(What is expected) In the records below, locate the line containing "part 1 of me_airframe_001, moved", then output that line and all later lines exactly, through the last one.

Saved data entries
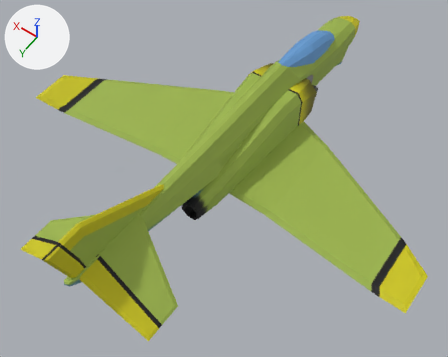
What one commit did to the FBX model Flyplane/Flyplane/assets/Spectre/Spectre_BODY.fbx.
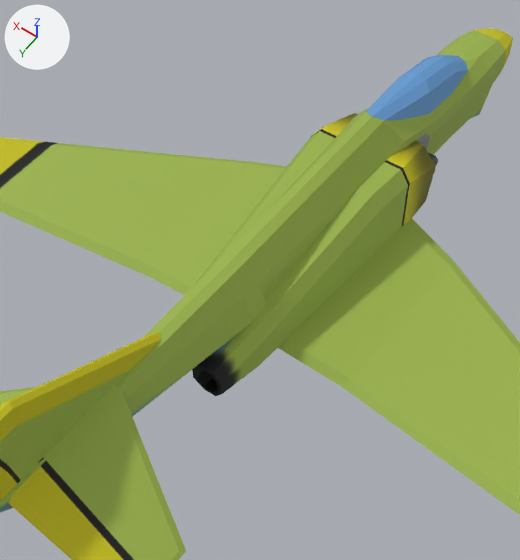
Each version is shown whole from a camera (50 mm lens) standing at (-4.2, 7.35, 8.33) and looking at (-0.27, 1.85, -0.31), then close up on the part from 17% to 81% of the width and 0% to 87% of the height. Lighting does not change. The marker at upper left points along +X, +Y and +Z. Where no turn or scale is listed for an object, it has been applied to the vertices. Vertices at the same position are counted once.
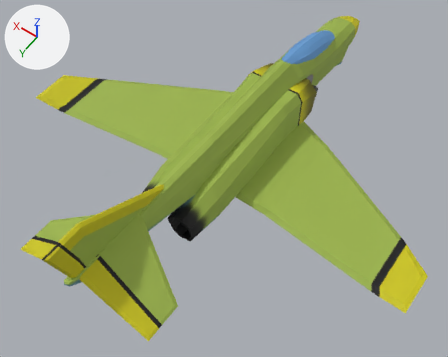
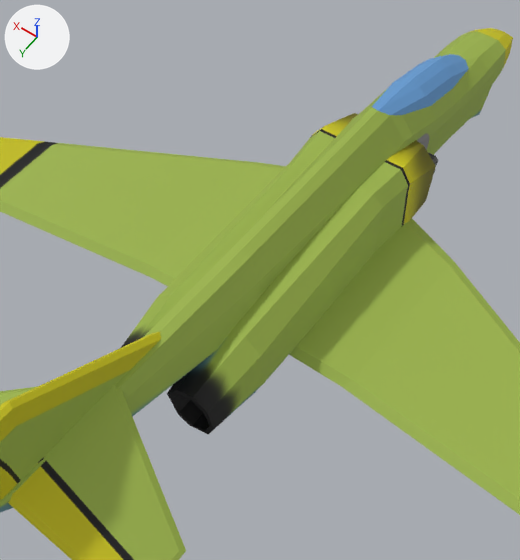
The change in detail:
me_airframe_001 has 538 vertices, 494 faces and spans x -4.01..4.01, y -3.43..5.41, z -0.81..1.52.
me_airframe_001 is used by ob_plane; location (0.0, 0.0, 0.0).
me_airframe_001 part 1: 62 of 538 vertices moved; they spanned x -0.47..0.47, y 2.3..2.81, z -0.51..0.03 and now span x -0.65..0.65, y 2.43..3.18, z -0.61..0.19; mean shift (0.0, 0.25, 0.0); largest move (0.3, 2.8, -0.39) -> (0.48, 3.15, -0.45).
me_airframe_001 part 2: 32 of 538 vertices moved; they spanned x -0.32..0.32, y -2.28..-0.35, z 0.0..0.59 and now span x -0.32..0.32, y -2.29..-0.46, z 0.0..0.59; mean shift (0.0, 0.02, 0.01); largest move (0.1, -1.27, 0.49) -> (0.1, -1.13, 0.49).

What differs and where, as boxes (x1, y1, x2, y2) in the close-ups (520 x 560 px; the box of a moved part takes in the faces that stretch with it):
part 1 of me_airframe_001, moved or reshaped: before (192, 158, 383, 396); after (121, 158, 383, 434)
part 2 of me_airframe_001, moved or reshaped: (234, 46, 488, 280) in both

(Answer to this exercise)
part 1 of me_airframe_001, moved or reshaped: before (192, 158, 383, 396); after (121, 158, 383, 434)
part 2 of me_airframe_001, moved or reshaped: (234, 46, 488, 280) in both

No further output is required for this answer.